SINTONÍAS: Sala de disección/Watanabe-Ide

Sala de disección

 

Un cadáver puede provocar una filosofía del ensimismamiento,

sin embargo los estudiantes admirablemente

estaban entusiasmados con su muerto,

lo rodeaban

y discutían con fervor la anatomía de ese cuerpo de piel coriácea.

Yo aprendía otra lección:

la vida y la muerte no se meditan en una mesa de disección.

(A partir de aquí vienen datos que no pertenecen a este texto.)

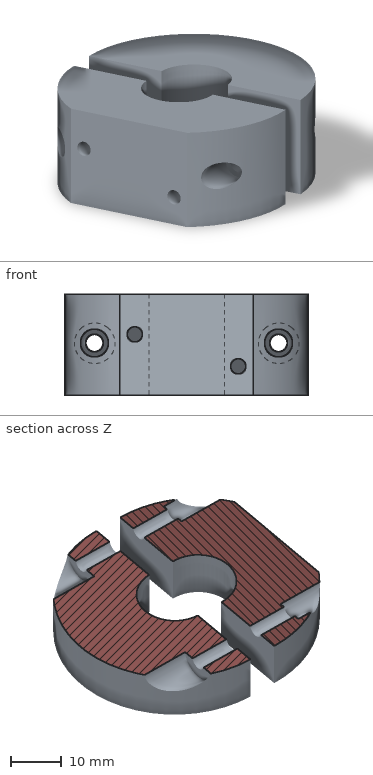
import cadquery as cq

total_depth = 50.05
height = 20.0
outer_diameter = 48.0
bore_diameter = 15.0
gap = 6.0
split_offset = 0.3

outer_radius = outer_diameter / 2
flat_distance = total_depth - outer_radius - gap

screw_x = 18.15
screw_z = 10.35
screw_diameter = 3.4
front_recess_diameter = 5.5
rear_recess_diameter = 8.0
seat_thickness = 8.7
front_recess_floor = split_offset - seat_thickness
rear_recess_floor = split_offset + seat_thickness

mount_diameter = 3.0
mount_depth = 6.0
mount_x = 10.2
mount_positions = [(-mount_x, 12.05), (mount_x, 5.75)]


def ring():
    """Full ring around the Z axis, standing on Z = 0."""
    return cq.Workplane("XY").circle(outer_radius).circle(bore_diameter / 2).extrude(height)


def slab(y_start, y_end):
    """Block that spans the whole ring in X and Z between two Y positions."""
    return cq.Workplane("XY").box(
        outer_diameter, y_end - y_start, height, centered=(True, False, False)
    ).translate((0, y_start, 0))


def y_cylinder(diameter, x, z, y_start, y_end):
    """Cylinder parallel to Y between two Y positions."""
    return cq.Workplane(
        cq.Solid.makeCylinder(
            diameter / 2, y_end - y_start, cq.Vector(x, y_start, z), cq.Vector(0, 1, 0)
        )
    )


def cut_screw_holes(body, recess_diameter, recess_start, recess_end):
    """Cut both screw holes right through, each with a recess open to the outer surface."""
    for x in (-screw_x, screw_x):
        body = body.cut(y_cylinder(screw_diameter, x, screw_z, -outer_radius, outer_radius))
        body = body.cut(y_cylinder(recess_diameter, x, screw_z, recess_start, recess_end))
    return body


def make_rear_half():
    """Round half on the +Y side of the split."""
    body = ring().intersect(slab(split_offset, outer_radius))
    return cut_screw_holes(body, rear_recess_diameter, rear_recess_floor, outer_radius)


def make_front_half():
    """Half on the -Y side of the split, with the mounting flat."""
    body = ring().intersect(slab(-flat_distance, split_offset))
    body = cut_screw_holes(body, front_recess_diameter, -outer_radius, front_recess_floor)
    for x, z in mount_positions:
        body = body.cut(
            y_cylinder(mount_diameter, x, z, -flat_distance, -flat_distance + mount_depth)
        )
    return body


rear_half = make_rear_half()
front_half = make_front_half().translate((0, -gap, 0))

result = cq.Compound.makeCompound([rear_half.solids().val(), front_half.solids().val()])

Los estudiantes me previnieron

que iban a extraer el cerebro. Permanecí con ellos:

a veces soporto lo siniestro sin perturbarme demasiado.

No hay sofisticación instrumental para retirar un cerebro,

una modesta sierra de carpintero

cortó el cráneo a la altura de las sienes,

luego sumergieron el órgano mítico en un frasco lleno de formol.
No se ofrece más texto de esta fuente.